Делмарр – единственный человек в мире, которому я могу сказать такое. И словно камень свалился с моих плеч, когда я наконец выразила свои чувства вслух.
– Но почему, Лючия? Почему ты все равно любишь его? – ласково спрашивает Делмарр.
– Почему вообще можно любить того, кто причинил тебе боль? Скажу. Потому что всегда остается надежда. Папа не разговаривал со своим братом тридцать лет. Но когда он был на смертном одре, его брат пришел повидаться с ним, и они простили друг друга. Всю свою жизнь мы несли на наших плечах тяжкий груз, и в конце концов папа преподнес нам всем лучший подарок, который он когда-либо преподносил: прощение.

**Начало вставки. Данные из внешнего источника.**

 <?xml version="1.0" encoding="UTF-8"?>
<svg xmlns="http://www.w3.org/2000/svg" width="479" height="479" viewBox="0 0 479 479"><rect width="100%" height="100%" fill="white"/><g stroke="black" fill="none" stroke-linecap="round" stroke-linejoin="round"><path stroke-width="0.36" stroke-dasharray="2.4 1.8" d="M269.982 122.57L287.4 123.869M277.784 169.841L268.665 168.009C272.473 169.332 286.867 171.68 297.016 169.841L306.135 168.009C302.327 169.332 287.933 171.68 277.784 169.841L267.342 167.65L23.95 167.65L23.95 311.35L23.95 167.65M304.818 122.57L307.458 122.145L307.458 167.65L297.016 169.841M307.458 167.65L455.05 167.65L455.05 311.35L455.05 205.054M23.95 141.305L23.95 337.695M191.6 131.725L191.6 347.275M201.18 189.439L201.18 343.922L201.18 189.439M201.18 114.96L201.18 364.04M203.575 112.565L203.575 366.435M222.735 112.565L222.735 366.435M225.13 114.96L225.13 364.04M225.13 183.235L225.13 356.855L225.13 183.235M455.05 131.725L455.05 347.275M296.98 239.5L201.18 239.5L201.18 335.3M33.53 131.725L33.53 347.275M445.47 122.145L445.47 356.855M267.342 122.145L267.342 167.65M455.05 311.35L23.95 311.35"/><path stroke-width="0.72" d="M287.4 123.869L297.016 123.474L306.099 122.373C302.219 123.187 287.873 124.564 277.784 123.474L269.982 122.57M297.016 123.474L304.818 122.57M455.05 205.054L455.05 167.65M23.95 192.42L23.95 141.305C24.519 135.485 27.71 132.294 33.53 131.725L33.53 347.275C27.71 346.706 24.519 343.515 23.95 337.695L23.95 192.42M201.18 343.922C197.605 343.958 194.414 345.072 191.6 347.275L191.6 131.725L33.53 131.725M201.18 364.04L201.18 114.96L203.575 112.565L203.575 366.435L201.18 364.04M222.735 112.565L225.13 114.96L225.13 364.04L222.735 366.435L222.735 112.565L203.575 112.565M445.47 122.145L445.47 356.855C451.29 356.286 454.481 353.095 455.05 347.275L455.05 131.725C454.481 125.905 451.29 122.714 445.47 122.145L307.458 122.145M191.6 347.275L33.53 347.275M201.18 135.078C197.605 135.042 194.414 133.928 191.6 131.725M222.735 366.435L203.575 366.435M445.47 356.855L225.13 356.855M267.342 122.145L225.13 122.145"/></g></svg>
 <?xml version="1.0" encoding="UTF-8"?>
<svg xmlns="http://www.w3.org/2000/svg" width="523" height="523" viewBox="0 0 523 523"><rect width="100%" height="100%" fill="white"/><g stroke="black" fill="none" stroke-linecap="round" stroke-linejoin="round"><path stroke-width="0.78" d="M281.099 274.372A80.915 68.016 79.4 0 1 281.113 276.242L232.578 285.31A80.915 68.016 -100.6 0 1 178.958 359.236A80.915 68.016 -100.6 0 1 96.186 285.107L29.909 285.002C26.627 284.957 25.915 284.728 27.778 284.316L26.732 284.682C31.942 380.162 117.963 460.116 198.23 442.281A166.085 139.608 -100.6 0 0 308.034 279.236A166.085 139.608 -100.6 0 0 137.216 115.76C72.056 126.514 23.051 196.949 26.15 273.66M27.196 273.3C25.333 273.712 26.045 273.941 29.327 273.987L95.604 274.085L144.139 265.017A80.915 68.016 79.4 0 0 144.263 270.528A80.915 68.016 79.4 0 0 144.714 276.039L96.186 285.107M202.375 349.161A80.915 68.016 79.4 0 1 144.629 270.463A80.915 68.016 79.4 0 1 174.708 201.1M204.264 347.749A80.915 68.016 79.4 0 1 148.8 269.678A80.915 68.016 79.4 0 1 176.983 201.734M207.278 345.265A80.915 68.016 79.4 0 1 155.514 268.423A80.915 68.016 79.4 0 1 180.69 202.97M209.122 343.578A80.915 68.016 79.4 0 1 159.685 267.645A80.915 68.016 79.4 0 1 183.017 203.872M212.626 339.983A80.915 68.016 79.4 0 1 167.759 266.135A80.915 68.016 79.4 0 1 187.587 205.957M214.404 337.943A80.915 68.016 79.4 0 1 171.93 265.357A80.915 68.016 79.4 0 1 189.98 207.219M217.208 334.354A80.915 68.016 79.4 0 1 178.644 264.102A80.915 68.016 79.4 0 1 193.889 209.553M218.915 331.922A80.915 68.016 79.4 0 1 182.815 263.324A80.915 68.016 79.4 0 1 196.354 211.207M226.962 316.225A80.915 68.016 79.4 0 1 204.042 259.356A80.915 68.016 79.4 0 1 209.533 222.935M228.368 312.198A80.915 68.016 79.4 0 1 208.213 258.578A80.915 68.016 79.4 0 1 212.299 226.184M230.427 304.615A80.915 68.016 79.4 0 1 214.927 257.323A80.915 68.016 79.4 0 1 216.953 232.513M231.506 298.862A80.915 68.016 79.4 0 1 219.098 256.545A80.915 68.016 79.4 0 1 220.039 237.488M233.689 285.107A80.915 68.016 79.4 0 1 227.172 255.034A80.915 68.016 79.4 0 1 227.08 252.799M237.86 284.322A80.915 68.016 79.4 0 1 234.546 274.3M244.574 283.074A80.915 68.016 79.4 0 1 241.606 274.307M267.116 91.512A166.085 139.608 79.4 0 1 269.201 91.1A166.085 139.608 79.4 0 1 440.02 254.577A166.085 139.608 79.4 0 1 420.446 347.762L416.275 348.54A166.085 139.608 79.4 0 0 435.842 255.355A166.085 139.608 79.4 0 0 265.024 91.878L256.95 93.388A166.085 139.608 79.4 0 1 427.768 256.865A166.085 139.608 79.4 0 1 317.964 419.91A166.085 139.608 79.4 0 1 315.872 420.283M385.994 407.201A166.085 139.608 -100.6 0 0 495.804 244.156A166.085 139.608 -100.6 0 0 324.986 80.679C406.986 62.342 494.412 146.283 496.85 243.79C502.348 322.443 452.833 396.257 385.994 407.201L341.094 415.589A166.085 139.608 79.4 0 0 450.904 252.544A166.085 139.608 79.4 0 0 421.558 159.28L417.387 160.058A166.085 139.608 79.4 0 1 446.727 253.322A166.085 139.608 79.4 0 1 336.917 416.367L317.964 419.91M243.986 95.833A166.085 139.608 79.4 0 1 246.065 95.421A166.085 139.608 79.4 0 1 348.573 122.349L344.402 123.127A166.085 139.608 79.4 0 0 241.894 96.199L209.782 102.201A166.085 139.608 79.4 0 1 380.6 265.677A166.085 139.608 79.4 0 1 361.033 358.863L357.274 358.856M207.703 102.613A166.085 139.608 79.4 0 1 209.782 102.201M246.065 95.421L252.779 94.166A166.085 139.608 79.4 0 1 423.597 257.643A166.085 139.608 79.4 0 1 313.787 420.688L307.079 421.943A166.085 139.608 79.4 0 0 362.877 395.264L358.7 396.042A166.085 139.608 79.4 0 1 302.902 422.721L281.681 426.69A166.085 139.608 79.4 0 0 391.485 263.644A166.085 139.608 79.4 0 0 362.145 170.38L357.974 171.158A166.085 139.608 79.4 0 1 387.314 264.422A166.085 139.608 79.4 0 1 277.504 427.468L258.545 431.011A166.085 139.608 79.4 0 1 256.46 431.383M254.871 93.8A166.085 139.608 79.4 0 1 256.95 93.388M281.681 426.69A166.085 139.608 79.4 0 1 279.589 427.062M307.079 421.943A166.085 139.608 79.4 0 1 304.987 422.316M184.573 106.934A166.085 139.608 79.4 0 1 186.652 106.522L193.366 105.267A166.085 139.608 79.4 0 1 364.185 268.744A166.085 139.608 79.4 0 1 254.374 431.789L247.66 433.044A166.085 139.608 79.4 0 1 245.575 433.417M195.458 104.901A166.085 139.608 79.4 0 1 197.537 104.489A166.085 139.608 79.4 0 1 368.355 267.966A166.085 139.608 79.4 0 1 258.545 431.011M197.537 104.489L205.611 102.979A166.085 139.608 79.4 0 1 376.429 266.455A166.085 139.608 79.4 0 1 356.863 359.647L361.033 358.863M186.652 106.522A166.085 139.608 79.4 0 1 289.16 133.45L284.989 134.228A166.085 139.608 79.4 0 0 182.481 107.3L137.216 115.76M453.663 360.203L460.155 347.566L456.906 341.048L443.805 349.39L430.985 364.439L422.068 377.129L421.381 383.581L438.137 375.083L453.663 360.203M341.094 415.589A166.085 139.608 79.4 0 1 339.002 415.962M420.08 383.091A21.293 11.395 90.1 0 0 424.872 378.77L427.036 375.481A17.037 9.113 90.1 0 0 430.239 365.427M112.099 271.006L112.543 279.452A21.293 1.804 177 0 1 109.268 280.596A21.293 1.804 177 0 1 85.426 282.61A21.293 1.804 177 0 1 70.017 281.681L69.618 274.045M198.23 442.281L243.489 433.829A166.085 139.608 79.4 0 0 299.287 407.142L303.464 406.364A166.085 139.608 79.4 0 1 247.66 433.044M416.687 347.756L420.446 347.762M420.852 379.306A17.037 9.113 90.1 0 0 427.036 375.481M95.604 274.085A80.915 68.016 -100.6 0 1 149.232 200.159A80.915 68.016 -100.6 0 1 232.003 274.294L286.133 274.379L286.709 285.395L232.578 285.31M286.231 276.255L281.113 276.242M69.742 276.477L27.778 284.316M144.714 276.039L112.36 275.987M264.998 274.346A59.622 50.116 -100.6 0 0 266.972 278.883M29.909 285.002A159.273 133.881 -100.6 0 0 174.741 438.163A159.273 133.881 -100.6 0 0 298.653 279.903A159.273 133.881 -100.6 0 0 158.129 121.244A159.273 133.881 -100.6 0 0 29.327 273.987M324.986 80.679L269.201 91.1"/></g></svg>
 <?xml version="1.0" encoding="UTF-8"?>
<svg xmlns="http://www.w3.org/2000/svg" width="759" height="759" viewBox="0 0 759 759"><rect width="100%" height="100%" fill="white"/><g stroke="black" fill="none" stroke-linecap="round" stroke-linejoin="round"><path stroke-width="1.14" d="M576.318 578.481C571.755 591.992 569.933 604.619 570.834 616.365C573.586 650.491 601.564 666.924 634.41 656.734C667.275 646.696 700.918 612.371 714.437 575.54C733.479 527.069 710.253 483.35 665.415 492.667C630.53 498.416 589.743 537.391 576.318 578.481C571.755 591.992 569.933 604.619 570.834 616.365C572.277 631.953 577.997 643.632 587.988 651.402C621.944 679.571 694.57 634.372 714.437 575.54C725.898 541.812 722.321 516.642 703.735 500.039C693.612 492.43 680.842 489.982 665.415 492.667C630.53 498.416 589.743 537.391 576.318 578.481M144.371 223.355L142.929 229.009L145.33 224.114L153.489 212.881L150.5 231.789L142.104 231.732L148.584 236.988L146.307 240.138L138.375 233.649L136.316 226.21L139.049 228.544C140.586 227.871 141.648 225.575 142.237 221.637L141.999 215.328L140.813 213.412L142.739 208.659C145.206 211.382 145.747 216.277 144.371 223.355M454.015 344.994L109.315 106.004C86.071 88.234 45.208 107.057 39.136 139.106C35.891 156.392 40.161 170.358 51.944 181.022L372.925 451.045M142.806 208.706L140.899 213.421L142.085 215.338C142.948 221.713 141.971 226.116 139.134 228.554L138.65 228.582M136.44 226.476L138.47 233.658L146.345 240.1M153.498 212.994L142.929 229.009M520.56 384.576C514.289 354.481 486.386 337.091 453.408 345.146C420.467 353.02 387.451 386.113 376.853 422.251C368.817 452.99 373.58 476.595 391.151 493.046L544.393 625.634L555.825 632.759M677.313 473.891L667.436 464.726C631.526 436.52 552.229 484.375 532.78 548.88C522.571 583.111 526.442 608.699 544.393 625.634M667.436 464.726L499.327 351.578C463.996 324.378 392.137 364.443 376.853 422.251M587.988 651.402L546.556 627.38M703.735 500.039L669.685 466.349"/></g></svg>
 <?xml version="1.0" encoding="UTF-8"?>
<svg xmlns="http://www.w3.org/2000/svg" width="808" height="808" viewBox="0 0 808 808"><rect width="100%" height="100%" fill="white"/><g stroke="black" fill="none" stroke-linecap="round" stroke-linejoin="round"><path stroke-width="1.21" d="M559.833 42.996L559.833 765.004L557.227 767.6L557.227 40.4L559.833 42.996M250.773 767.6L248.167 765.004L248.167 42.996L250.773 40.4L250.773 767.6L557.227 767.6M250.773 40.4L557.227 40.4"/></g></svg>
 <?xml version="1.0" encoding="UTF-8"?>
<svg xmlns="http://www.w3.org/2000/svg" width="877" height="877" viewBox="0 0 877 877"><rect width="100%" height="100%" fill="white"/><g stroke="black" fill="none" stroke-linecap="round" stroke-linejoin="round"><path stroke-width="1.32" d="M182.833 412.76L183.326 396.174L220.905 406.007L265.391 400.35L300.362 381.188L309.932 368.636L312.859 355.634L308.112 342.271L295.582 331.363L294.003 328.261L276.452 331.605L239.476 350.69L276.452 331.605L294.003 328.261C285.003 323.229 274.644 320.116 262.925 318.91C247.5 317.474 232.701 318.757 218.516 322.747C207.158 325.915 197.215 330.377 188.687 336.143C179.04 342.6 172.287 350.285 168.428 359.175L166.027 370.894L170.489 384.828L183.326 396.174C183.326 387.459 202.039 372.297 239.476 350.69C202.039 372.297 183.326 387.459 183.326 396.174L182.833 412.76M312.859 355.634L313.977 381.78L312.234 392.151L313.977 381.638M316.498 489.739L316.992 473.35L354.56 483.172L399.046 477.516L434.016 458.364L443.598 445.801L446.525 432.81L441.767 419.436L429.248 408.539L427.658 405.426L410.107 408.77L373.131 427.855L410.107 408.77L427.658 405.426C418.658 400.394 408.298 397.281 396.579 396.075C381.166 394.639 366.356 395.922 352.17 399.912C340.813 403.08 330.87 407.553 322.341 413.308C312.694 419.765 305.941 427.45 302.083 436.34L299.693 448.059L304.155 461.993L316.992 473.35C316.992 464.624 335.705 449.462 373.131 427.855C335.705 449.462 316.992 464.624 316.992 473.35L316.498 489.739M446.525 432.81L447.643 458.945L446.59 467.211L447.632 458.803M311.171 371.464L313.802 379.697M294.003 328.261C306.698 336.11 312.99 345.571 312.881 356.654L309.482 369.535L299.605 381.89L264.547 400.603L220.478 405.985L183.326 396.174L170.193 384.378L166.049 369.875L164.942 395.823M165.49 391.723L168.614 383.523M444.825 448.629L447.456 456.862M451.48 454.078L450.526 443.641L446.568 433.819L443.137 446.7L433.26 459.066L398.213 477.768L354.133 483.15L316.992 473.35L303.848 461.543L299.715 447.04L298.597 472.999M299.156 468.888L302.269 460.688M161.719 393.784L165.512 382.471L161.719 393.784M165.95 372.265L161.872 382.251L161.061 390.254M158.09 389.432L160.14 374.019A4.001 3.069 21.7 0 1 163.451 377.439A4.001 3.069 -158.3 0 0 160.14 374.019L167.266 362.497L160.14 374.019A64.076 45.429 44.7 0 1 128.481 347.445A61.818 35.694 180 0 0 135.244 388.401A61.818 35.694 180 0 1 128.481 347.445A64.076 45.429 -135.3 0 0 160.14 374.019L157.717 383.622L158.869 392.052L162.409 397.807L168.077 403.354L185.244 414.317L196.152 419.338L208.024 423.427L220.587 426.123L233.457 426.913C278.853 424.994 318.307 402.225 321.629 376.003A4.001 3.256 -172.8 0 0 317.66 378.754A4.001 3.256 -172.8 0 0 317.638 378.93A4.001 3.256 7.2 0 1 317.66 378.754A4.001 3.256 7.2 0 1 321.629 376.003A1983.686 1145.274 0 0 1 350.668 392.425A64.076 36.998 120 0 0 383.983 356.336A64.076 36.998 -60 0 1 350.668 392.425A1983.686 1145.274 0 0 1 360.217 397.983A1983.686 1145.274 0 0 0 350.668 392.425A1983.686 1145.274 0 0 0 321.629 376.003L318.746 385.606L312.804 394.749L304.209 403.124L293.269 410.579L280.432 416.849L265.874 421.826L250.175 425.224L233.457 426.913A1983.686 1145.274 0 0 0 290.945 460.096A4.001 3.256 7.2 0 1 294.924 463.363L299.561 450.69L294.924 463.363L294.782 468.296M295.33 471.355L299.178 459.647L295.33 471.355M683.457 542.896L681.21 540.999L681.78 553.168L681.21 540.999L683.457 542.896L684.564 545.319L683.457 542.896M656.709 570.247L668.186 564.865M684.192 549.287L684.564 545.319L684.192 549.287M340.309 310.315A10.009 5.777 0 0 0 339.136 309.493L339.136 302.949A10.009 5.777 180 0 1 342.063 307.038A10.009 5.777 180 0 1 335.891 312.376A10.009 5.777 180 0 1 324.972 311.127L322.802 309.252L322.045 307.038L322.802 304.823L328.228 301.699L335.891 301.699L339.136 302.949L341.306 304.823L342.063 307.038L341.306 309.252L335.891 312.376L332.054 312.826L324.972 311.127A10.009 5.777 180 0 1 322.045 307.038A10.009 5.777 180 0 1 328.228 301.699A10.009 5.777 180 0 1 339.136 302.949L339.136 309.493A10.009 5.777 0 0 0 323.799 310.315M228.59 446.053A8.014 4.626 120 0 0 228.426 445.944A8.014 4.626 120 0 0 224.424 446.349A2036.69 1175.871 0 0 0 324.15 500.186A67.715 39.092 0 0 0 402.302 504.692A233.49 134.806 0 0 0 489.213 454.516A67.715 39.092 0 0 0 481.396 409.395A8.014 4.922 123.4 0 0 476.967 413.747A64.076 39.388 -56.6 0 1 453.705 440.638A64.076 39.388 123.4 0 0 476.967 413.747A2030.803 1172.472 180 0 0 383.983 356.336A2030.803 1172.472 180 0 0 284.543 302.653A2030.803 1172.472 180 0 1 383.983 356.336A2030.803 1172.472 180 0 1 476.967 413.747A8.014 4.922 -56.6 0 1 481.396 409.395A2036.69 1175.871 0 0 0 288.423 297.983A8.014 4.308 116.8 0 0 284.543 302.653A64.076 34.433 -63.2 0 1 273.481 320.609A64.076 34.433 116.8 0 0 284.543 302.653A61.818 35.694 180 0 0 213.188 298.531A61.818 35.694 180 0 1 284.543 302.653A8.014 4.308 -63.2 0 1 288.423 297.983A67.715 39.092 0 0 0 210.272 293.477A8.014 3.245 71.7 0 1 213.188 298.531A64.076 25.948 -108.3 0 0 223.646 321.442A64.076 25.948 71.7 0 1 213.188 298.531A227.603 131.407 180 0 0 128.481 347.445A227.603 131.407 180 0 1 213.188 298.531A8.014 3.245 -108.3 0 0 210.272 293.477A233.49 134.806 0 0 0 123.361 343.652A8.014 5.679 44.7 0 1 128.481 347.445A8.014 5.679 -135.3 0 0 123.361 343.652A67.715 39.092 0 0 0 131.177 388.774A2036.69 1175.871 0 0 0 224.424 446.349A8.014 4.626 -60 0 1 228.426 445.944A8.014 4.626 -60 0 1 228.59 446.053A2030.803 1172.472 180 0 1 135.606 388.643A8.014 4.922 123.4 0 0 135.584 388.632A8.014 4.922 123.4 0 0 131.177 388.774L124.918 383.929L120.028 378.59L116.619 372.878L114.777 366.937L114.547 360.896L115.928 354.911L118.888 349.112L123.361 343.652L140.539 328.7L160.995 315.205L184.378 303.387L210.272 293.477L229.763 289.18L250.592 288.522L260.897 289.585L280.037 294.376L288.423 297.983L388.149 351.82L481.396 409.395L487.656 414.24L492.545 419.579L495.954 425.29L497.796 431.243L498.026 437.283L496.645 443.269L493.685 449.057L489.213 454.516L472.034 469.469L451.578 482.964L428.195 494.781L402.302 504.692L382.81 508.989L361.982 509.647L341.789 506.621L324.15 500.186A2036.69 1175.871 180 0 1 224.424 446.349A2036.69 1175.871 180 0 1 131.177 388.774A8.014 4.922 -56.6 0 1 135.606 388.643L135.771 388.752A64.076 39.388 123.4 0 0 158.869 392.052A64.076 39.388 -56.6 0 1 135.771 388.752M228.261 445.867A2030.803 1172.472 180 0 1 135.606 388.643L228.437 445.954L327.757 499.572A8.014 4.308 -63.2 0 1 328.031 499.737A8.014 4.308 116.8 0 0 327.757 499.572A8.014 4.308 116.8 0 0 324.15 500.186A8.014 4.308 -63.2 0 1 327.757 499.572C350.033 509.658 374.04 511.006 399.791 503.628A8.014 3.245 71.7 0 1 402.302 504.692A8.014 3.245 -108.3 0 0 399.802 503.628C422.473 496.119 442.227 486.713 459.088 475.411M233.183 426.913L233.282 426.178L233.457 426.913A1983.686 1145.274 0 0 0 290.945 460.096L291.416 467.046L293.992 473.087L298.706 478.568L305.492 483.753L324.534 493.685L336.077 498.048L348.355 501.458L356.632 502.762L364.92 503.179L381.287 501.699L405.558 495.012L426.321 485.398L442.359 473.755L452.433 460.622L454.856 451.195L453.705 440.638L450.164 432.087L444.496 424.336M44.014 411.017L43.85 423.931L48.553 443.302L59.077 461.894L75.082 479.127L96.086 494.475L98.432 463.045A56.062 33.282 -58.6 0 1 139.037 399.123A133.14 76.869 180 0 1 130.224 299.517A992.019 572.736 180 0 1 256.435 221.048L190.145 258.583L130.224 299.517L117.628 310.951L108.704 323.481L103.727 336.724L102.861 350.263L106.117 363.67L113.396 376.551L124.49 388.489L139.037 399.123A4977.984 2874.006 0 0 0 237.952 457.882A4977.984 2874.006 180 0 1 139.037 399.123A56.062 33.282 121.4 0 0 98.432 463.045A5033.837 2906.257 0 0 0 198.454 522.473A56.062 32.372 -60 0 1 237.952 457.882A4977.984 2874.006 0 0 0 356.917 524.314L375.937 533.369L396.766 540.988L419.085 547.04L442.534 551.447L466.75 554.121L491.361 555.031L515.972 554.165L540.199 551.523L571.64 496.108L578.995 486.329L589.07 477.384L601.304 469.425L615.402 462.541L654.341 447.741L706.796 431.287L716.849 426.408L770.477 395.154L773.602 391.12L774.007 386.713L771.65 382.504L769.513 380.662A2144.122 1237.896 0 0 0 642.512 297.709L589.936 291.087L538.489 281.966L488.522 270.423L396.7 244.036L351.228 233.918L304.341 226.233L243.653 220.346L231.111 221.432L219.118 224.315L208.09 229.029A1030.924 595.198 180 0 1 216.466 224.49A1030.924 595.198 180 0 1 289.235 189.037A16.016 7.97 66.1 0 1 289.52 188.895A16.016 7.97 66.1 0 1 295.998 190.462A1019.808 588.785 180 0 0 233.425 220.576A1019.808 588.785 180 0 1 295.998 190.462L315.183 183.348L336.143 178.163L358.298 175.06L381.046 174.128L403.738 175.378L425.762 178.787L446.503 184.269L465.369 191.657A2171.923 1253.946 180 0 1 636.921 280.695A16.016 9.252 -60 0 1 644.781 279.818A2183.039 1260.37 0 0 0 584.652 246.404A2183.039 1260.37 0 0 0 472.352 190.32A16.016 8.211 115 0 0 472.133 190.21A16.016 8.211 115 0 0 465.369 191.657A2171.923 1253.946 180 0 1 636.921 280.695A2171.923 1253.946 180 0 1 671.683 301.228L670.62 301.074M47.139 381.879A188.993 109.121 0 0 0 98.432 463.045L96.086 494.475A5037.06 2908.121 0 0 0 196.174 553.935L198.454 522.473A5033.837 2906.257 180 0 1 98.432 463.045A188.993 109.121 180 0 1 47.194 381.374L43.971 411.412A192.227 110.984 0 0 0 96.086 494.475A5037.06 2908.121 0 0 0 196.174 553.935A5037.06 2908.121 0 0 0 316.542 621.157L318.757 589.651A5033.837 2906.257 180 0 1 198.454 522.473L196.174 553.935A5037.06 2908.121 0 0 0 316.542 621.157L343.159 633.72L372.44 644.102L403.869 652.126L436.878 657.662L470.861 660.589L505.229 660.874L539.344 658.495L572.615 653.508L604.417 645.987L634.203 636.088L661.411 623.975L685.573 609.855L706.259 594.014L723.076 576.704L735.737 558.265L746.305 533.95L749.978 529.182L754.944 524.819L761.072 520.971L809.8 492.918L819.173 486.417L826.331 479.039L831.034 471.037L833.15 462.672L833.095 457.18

Он простил своего брата, а тот в свою очередь простил его. Неудивительно, что папа покинул этот мир подобно ангелу.
– Не думаю, что Тальботу суждено попасть на небо.
– Возможно, и не суждено.
– У меня к тебе предложение, – произносит Делмарр.
– Только учти, я порядочная девушка, – подтруниваю я.
– Какая жалость, малышка. Как бы то ни было, я устроился на новое место работы и хочу, чтобы ты работала вместе со мной.
– Неужели Клер Маккарделл взяла тебя!
Его предложение огромное облегчение для меня. Мне не придется оставлять все родное, если я смогу продолжить работать вместе с Делмарром.
– Нет, я больше не хочу заниматься ни эксклюзивными заказами, ни быть связанным с торговлей одеждой. Я еду в Голливуд и буду работать на Элен Роуз.
Я поражена:
– Та самая Элен Роуз, которая делала свадебное платье для Элизабет Тейлор, когда она выходила замуж за Ники Хилтона?
– Она самая.
– Делмарр, каким же образом тебе удалось устроиться к Элен Роуз?
– Ее заместительница приходила на показ. Ей рассказала о моих моделях Элен, которая слышала обо мне от Хильды Крамер – она ведь работает на радио и брала интервью у выдающегося художника по костюмам для фильмов.
– Хильда помогла тебе с работой! – Мне казалось, что все самое удивительное на сегодня я уже услышала, но никогда не знаешь, что впереди.
– О, она сказала Элен, что я потрясающий модельер.
– Так и есть, но главное, что это теперь известно нужным людям!
Как же я рада за Делмарра! Теперь он – часть Голливуда, где элегантность и шарм все еще имеют значение.
– Элен спросила, есть ли у меня на примете еще какие-нибудь одаренные работники, которых я хотел бы взять с собой, и я рассказал ей о тебе.
– Ты серьезно?
– Совершенно. Поедем со мной, Лючия. Ты сразу же войдешь в штат сотрудников и будешь получать высокую зарплату.